Leionema diosmeum is a shrub species in the family Rutaceae that is endemic to southern New South Wales, Australia. It has an upright habit, stems with fine soft hairs, variable shaped leaves and yellow flowers from late winter to spring.

==Description==
Leionema diosmeum is a shrub to 2 m high with smooth branches, leaves usually needle-shaped or occasionally oval to lance shaped,0.4-2 cm long, 1-4 mm wide, rounded apex, upper surface smooth or covered in soft thin individual hairs or rarely fine rough hairs, lower surface with coarse star-shaped hairs. The inflorescence is a compact head at the end of branches, each flower in axils of linear bracts about 5 mm long on a thick pedicel 1-2 mm long, calyx is an inverted top shape and deeply lobed.
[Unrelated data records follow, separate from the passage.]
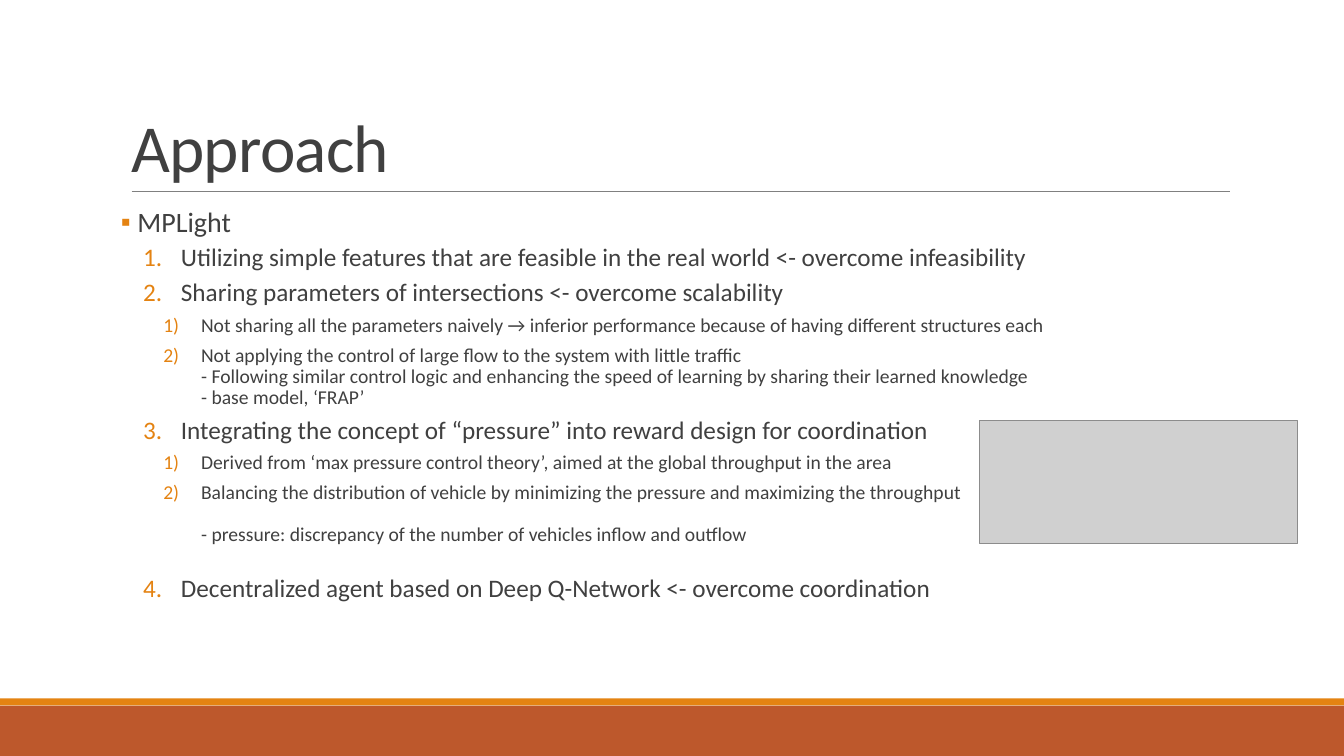
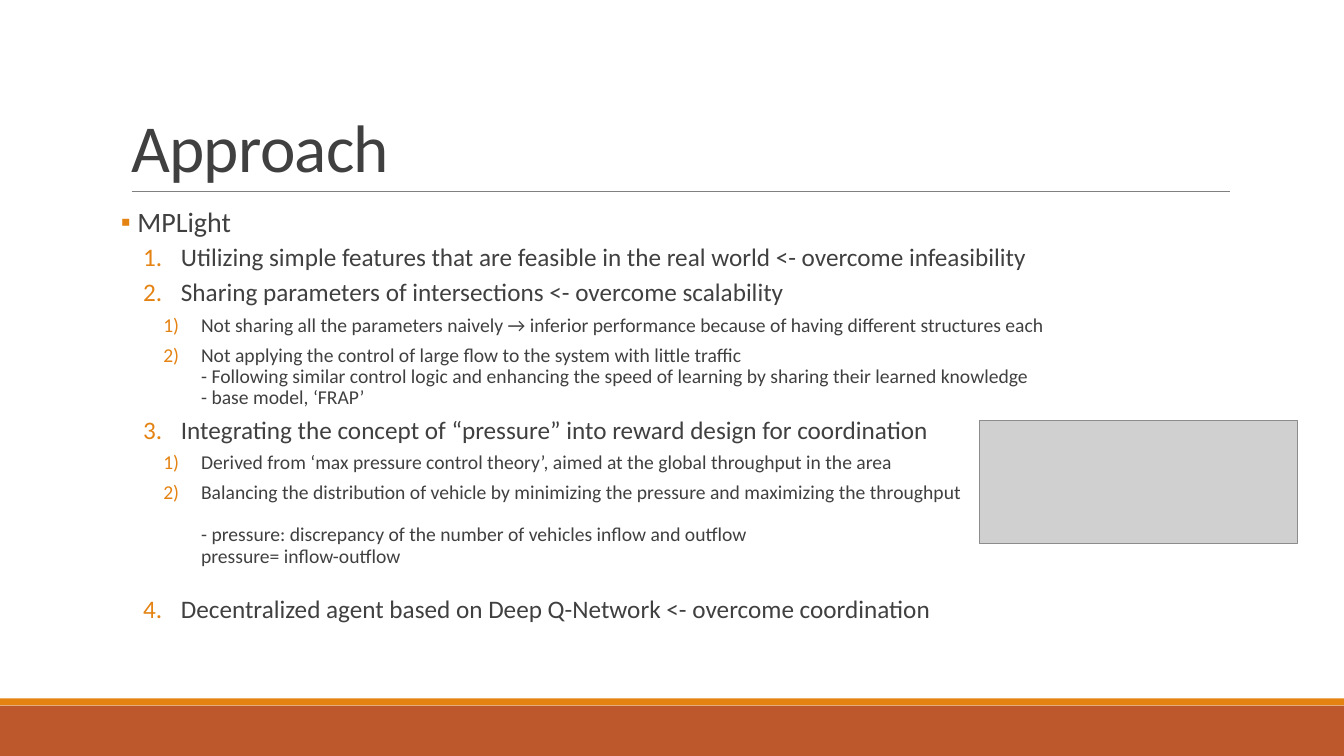
Before and after one commit to 3neutronstar/traffic-optimization_RL, a slide deck: slide 19 of 1st_Seminar(강민수).pptx (slide 22 before the commit). Drawn at 1344x756 pixels with LibreOffice and Linux fonts; fonts in the diff are those of the drawing; grey boxes stand for pictures. Boxes give left, top, right and bottom in pixels: in the first picture for what was removed or moved away, otherwise in the second. Text is boxed around its words. In the diff, an @@ line names an element or a change of style, - is before the commit and + after.

```diff
--- a/1st_Seminar(강민수).pptx
+++ b/1st_Seminar(강민수).pptx
@@ text at (x1=201, y1=485, x2=961, y2=566): text changed @@
-    2) Balancing the distribution of vehicle by minimizing the pressure and maximizing the throughput
-       - pressure: discrepancy of the number of vehicles inflow and outflow
+    2) Balancing the distribution of vehicle by minimizing the pressure and maximizing the throughput
+       - pressure: discrepancy of the number of vehicles inflow and outflow
+       pressure= inflow-outflow
```
Also in this commit, not shown: 7 other slides changed.

The flower petals a creamish-yellow, light red on the outside toward apex, 4-7 mm long with occasional hairs tipped with glands. The fruit are upright, about 4 mm long with an angled beak. Bears clusters of yellow flowers in spring.

==Taxonomy==
Leionema diosmeum was first formally described by Paul G. Wilson and the description was published in Nuytsia.

==Distribution and habitat==
This species grows on sandstone in dry sclerophyll forest and heath south of the Royal National Park in New South Wales.